**PROVIDED MATERIAL**
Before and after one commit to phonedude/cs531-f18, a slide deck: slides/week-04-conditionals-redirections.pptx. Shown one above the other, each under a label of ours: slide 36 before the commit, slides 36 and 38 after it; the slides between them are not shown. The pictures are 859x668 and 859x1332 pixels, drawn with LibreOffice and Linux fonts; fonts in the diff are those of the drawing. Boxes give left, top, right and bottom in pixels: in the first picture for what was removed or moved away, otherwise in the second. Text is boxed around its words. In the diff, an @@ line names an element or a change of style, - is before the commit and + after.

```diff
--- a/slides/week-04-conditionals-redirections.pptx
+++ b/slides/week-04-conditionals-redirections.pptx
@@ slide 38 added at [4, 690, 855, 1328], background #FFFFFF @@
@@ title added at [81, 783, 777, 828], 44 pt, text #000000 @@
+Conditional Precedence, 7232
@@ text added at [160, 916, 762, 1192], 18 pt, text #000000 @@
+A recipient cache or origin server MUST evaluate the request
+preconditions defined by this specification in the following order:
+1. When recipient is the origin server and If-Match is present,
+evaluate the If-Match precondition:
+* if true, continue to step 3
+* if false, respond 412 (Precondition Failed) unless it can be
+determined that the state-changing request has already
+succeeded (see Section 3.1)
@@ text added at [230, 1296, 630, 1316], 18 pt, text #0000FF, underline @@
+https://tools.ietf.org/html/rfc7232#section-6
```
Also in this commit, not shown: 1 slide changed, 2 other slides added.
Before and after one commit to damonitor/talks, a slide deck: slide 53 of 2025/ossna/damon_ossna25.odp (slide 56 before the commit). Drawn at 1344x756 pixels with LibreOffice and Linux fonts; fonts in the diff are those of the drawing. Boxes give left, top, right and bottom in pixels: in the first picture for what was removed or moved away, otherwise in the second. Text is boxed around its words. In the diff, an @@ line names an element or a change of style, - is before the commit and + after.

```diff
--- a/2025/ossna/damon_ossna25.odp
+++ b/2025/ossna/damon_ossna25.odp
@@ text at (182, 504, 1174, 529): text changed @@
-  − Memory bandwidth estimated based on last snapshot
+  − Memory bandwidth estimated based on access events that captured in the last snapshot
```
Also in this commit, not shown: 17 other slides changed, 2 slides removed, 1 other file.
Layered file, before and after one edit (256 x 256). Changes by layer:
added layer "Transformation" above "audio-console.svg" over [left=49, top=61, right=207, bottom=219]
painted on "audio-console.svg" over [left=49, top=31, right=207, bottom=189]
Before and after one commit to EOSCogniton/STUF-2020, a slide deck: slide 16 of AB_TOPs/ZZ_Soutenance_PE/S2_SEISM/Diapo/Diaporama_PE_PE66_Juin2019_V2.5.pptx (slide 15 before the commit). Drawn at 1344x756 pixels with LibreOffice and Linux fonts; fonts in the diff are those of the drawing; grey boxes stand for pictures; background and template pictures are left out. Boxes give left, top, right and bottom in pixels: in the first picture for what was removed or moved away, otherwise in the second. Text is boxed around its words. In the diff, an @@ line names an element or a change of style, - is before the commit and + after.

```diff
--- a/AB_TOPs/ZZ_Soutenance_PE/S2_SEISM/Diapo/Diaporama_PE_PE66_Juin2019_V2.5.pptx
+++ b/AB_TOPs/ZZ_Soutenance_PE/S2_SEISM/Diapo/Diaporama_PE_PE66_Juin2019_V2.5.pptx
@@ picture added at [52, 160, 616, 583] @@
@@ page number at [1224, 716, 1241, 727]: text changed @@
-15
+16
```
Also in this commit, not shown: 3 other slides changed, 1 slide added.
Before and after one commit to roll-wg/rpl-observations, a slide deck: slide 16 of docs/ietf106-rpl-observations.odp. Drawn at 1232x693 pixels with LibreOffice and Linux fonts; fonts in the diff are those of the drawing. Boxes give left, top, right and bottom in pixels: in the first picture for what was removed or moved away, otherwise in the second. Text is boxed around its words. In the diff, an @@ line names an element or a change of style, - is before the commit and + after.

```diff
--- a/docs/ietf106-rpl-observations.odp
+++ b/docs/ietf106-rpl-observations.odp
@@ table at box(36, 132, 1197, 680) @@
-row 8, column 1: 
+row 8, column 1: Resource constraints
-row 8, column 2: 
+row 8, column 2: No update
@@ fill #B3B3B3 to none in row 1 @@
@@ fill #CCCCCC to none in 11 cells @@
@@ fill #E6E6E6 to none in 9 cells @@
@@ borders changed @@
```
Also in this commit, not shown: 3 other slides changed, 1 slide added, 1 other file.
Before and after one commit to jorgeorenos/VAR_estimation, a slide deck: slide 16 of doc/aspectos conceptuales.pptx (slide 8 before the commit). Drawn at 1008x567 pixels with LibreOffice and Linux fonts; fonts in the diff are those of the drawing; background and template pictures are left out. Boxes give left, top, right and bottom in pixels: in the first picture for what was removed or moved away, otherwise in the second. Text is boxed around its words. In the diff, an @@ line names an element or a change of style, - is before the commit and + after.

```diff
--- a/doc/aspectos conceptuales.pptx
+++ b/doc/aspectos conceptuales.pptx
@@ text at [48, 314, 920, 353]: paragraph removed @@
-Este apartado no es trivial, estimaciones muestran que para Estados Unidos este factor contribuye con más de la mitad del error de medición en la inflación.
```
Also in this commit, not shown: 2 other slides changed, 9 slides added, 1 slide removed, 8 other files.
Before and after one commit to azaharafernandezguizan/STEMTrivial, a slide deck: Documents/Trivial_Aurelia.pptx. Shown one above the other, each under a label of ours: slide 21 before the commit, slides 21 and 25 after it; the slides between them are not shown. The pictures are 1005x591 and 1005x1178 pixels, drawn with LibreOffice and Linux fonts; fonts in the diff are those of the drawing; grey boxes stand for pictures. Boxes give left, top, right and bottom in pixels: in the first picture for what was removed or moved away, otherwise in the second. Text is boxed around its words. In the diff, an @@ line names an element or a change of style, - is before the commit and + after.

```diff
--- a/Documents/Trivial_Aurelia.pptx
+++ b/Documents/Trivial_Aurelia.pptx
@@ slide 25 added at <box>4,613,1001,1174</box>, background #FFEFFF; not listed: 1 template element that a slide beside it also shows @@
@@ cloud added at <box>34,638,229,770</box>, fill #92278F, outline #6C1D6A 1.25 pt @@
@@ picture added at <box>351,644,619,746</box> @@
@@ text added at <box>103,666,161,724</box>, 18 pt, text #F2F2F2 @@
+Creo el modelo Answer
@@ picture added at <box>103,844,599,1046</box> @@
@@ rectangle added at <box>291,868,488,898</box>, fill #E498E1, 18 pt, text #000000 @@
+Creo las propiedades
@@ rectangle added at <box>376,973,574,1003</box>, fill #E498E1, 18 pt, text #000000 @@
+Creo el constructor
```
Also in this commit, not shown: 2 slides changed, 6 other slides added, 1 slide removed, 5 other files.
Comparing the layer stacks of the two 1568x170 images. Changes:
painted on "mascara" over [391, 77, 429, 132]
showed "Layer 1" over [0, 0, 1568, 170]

**ABOUT THIS TASK**
Review the entries above and return every line where "fill" appears.

**EXPECTED ANSWER**
@@ fill #B3B3B3 to none in row 1 @@
@@ fill #CCCCCC to none in 11 cells @@
@@ fill #E6E6E6 to none in 9 cells @@
@@ cloud added at <box>34,638,229,770</box>, fill #92278F, outline #6C1D6A 1.25 pt @@
@@ rectangle added at <box>291,868,488,898</box>, fill #E498E1, 18 pt, text #000000 @@
@@ rectangle added at <box>376,973,574,1003</box>, fill #E498E1, 18 pt, text #000000 @@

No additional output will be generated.